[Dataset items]
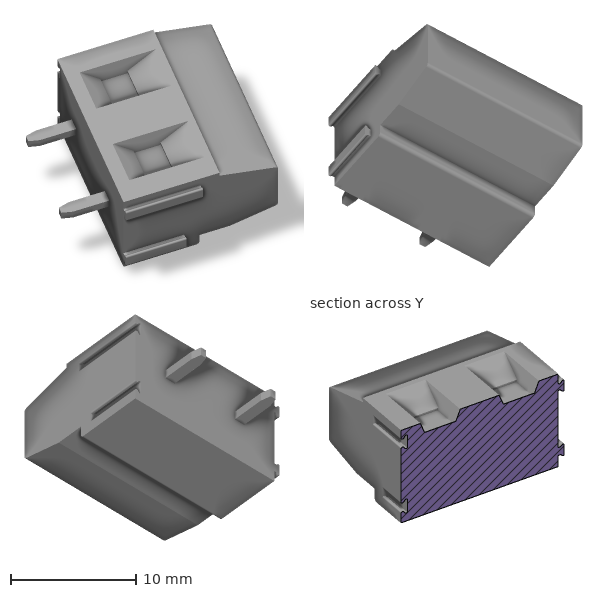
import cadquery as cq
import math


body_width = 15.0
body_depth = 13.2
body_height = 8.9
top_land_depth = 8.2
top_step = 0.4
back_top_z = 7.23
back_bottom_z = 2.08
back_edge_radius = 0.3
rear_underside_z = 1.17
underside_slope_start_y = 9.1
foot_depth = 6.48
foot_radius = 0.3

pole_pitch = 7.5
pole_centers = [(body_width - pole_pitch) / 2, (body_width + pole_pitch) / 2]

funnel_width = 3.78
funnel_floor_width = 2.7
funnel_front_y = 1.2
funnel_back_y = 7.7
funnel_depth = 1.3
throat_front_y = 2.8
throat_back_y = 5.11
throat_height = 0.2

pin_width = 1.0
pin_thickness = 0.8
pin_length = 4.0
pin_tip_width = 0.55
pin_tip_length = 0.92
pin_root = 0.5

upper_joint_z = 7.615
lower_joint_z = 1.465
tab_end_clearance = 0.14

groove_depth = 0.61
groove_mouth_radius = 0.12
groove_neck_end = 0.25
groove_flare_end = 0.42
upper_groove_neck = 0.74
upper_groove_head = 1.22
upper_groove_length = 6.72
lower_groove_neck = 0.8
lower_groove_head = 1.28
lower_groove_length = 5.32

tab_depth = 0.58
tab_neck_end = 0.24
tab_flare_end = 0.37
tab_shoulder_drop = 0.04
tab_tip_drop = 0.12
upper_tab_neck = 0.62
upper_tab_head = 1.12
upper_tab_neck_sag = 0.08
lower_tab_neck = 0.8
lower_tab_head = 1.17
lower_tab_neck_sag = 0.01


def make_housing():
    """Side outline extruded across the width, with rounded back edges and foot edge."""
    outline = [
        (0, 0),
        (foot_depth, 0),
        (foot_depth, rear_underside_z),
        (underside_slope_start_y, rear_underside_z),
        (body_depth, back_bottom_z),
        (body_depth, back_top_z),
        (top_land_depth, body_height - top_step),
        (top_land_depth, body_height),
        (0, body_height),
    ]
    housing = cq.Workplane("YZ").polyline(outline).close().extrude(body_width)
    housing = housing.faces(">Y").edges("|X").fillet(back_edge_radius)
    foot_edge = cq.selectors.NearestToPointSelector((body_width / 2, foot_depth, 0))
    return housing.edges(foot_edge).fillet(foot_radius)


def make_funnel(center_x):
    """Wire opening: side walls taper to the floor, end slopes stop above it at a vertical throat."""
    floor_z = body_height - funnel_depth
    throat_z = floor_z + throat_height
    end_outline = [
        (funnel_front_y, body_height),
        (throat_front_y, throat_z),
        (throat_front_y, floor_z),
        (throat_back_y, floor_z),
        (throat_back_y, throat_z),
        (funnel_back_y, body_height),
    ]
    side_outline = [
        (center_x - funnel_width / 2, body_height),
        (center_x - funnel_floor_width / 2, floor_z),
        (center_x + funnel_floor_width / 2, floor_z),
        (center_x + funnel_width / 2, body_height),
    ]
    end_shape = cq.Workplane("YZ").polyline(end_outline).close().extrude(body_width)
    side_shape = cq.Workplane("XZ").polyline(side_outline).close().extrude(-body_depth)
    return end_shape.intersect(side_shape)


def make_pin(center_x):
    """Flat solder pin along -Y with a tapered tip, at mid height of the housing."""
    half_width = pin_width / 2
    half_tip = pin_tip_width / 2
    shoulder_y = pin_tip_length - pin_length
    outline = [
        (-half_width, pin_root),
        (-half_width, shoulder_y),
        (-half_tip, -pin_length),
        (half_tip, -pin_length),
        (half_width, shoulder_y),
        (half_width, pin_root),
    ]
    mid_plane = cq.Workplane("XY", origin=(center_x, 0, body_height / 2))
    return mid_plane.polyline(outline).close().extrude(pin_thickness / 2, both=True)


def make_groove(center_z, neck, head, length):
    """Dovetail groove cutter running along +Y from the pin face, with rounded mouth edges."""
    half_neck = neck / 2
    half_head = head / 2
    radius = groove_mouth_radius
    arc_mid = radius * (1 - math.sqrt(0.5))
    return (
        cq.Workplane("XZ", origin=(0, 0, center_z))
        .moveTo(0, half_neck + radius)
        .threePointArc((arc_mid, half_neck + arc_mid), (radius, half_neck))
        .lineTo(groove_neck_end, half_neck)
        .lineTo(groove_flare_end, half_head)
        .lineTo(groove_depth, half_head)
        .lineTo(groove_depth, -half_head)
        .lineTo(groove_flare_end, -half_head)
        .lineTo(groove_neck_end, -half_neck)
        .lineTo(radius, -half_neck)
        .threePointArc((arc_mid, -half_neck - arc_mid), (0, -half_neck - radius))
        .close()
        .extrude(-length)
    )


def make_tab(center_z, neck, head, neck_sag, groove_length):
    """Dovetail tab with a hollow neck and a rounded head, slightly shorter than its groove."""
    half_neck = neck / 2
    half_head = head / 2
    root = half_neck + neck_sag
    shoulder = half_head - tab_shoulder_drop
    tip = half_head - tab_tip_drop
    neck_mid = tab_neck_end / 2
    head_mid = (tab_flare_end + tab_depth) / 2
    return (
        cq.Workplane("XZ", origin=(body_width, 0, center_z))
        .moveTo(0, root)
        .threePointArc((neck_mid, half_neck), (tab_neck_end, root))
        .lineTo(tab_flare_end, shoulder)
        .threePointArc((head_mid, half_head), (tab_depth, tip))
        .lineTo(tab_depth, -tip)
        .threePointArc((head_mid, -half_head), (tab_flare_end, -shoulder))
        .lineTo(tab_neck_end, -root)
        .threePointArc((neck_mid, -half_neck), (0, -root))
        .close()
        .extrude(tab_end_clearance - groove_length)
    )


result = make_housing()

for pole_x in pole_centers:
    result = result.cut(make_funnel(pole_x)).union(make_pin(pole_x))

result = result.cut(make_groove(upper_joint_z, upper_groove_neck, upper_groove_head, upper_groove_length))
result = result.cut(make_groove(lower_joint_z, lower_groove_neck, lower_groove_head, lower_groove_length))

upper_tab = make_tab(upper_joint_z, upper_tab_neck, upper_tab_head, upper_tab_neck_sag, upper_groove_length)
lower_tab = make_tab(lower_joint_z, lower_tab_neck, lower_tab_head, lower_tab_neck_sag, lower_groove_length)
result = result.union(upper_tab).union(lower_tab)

...

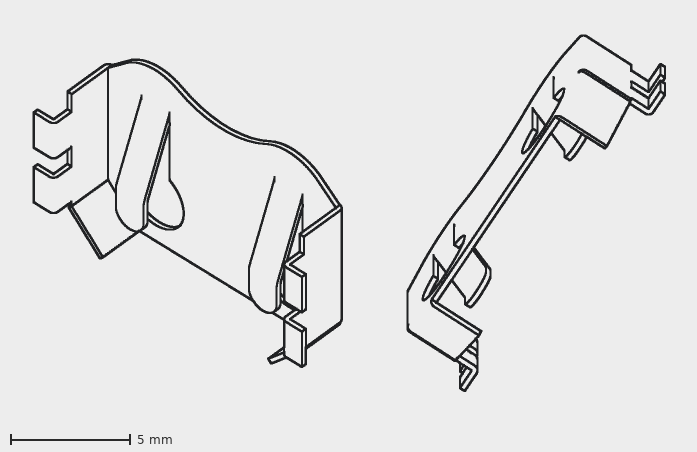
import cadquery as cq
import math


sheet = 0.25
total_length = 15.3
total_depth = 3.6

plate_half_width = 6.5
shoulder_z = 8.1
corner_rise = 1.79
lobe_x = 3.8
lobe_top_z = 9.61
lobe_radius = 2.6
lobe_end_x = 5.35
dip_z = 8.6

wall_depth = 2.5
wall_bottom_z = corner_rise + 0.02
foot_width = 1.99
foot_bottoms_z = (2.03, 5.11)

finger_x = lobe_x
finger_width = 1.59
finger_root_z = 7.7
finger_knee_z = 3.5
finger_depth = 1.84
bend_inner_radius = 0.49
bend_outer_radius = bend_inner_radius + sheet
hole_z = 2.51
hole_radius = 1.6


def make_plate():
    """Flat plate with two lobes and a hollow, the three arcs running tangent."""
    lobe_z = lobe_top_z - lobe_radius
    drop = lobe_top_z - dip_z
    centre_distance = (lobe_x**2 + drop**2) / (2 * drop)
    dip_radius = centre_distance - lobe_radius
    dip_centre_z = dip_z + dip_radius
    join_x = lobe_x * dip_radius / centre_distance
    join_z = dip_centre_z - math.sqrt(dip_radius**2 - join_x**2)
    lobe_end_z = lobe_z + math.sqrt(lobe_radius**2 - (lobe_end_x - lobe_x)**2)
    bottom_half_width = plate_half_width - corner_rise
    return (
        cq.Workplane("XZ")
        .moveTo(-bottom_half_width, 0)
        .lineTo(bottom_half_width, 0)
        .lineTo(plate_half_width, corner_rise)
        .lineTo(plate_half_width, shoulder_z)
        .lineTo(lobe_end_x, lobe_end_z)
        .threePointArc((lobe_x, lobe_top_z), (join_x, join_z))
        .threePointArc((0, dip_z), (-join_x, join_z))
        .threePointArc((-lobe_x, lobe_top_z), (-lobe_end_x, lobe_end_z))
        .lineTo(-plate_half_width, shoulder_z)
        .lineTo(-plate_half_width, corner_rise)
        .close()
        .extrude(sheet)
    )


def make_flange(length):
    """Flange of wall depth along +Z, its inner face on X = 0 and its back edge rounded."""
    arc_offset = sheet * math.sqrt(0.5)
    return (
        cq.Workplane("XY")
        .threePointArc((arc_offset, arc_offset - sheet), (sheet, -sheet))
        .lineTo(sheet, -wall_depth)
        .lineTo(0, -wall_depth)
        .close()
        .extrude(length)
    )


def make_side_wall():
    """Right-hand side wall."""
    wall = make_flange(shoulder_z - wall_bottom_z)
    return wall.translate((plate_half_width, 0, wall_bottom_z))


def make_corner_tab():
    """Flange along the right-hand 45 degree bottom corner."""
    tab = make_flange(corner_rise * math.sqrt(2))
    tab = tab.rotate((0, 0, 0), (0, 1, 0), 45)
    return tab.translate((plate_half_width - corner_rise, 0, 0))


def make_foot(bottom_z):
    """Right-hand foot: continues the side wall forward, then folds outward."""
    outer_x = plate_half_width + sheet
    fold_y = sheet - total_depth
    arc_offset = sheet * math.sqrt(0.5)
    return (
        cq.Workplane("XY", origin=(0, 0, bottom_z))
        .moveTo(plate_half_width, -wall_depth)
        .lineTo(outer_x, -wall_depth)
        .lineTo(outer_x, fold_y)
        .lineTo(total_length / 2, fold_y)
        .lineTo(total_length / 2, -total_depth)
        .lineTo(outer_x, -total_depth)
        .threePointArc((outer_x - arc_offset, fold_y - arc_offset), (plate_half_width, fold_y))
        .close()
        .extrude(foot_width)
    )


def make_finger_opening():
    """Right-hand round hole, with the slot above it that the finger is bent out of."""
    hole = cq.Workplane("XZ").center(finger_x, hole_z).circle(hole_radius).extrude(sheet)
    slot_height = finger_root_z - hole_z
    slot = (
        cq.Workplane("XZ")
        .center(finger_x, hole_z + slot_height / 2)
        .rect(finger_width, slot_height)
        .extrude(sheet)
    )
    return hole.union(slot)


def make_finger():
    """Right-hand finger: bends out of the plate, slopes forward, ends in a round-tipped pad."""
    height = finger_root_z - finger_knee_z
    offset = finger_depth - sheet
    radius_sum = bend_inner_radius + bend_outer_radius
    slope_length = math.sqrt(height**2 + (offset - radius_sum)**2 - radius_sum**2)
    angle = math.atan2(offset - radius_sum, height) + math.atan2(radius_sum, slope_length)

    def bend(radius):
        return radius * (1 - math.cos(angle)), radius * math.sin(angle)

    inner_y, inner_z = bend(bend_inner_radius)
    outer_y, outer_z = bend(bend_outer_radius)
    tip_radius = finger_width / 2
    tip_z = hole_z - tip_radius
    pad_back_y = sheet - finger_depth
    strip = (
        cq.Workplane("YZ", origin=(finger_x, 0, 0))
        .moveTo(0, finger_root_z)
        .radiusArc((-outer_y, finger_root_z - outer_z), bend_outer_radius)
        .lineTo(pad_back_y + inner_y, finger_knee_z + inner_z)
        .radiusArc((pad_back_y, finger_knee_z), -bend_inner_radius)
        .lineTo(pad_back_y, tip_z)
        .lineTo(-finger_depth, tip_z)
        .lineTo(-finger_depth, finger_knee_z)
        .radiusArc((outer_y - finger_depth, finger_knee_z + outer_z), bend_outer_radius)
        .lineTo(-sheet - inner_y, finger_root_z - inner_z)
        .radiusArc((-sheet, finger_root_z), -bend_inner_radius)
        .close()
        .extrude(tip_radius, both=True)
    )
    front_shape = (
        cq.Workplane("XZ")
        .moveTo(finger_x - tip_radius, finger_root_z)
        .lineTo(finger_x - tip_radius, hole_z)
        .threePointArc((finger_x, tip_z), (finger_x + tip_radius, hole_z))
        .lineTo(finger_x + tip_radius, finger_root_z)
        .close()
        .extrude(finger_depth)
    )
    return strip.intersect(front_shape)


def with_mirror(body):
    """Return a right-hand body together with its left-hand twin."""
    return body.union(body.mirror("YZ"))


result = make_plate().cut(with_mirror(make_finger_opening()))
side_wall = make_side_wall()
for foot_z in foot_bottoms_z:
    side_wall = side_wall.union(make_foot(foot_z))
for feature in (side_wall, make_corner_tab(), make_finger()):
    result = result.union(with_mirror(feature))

...

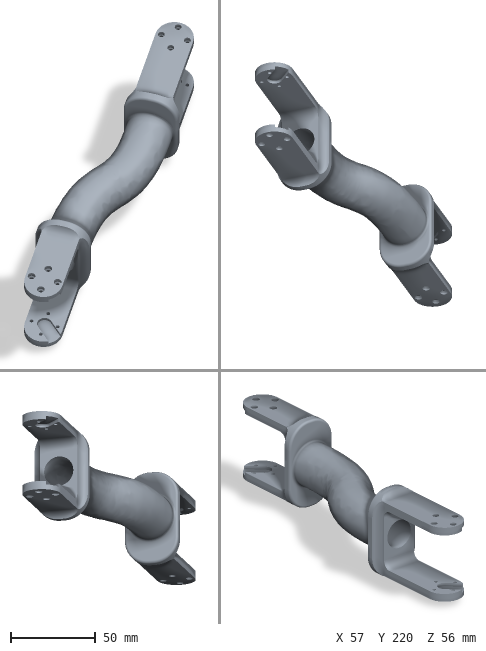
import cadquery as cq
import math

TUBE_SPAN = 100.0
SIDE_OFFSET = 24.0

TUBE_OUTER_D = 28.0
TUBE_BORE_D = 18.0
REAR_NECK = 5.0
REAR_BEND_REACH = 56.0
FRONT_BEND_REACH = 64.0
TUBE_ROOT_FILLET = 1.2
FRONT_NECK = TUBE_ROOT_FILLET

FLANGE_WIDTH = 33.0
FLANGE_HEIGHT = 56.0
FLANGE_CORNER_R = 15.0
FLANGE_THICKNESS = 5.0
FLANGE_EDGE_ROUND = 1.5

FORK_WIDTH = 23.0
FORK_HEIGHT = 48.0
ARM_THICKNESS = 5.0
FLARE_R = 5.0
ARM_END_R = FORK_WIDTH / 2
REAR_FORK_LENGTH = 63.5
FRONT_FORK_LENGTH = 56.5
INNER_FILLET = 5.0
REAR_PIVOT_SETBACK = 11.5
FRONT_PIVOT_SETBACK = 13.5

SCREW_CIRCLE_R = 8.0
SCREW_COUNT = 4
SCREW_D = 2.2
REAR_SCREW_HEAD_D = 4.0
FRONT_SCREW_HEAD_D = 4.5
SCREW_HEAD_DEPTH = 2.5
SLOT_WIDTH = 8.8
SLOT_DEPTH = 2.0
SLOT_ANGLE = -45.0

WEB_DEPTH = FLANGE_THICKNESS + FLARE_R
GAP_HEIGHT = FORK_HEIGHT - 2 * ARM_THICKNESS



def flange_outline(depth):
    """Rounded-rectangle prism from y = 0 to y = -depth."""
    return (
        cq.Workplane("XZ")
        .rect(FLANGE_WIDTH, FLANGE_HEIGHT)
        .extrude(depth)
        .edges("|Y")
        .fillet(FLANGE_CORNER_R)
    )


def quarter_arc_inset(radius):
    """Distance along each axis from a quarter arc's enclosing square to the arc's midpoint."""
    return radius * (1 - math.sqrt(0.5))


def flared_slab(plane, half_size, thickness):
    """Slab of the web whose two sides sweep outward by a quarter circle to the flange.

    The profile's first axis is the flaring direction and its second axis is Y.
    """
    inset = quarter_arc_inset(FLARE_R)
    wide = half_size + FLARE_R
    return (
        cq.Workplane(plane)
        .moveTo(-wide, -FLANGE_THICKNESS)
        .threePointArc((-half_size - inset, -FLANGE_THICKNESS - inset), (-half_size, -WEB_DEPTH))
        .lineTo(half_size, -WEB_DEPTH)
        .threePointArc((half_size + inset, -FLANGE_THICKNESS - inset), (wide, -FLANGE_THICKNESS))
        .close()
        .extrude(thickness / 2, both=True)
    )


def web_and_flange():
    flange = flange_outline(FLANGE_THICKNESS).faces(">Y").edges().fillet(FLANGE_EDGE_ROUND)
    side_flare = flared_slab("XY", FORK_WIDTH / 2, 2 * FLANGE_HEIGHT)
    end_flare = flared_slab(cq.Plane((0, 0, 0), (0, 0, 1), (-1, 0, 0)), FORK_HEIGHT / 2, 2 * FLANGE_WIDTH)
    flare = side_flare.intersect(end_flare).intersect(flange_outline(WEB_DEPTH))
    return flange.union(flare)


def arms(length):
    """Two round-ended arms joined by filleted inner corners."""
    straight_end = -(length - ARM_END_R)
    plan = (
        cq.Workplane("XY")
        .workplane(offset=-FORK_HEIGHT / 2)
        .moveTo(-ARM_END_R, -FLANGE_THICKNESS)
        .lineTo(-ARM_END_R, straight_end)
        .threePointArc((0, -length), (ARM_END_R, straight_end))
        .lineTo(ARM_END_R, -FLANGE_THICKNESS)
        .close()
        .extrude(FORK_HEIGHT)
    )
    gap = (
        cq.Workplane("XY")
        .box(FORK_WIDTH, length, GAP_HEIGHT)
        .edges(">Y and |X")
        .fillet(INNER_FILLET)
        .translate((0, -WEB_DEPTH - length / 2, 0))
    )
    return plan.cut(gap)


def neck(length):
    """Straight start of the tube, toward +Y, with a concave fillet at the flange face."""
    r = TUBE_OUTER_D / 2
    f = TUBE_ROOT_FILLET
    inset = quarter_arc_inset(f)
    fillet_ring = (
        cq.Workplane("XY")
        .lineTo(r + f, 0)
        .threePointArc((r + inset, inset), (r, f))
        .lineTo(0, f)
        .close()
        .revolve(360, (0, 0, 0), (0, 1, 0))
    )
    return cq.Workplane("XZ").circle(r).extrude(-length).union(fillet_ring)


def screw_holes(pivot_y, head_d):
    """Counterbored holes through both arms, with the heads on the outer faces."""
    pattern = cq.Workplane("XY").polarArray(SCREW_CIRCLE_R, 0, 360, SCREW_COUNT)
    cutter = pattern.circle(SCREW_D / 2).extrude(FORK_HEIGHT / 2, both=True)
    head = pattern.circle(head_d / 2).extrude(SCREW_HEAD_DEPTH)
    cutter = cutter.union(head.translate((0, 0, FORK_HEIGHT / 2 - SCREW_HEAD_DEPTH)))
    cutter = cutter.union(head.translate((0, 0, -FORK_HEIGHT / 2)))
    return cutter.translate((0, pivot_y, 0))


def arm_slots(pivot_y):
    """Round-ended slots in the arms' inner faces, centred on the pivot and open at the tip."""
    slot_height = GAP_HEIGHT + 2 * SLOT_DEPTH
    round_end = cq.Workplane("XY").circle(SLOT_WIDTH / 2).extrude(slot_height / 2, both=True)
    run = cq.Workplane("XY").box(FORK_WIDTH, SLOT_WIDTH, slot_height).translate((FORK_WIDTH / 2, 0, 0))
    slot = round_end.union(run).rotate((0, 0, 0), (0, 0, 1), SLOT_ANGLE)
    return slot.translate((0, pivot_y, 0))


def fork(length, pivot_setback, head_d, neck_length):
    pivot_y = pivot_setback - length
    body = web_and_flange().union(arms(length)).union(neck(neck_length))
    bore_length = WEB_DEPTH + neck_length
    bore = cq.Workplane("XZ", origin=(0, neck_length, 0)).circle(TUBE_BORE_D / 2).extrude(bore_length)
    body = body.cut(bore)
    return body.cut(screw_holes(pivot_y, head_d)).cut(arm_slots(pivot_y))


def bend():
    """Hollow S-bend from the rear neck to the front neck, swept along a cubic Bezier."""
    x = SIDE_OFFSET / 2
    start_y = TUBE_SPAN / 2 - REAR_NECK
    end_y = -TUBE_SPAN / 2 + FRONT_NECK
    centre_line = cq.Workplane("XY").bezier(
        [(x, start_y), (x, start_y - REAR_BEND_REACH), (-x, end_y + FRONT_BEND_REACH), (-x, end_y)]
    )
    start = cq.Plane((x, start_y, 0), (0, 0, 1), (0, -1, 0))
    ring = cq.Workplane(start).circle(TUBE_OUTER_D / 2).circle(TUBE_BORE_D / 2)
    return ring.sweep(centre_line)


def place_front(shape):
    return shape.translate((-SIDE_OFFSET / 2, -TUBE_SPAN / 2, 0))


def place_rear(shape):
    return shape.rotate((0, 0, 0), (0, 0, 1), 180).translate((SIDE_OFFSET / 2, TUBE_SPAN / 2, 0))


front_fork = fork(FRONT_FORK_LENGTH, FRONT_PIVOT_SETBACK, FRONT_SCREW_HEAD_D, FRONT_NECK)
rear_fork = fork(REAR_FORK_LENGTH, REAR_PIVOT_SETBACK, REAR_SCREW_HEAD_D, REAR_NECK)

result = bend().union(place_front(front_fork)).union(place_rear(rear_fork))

> WORK ORDER:
Every line of the data that includes the word "slopes" should be copied.

> ANSWER SECTION:
    """Wire opening: side walls taper to the floor, end slopes stop above it at a vertical throat."""
    """Right-hand finger: bends out of the plate, slopes forward, ends in a round-tipped pad."""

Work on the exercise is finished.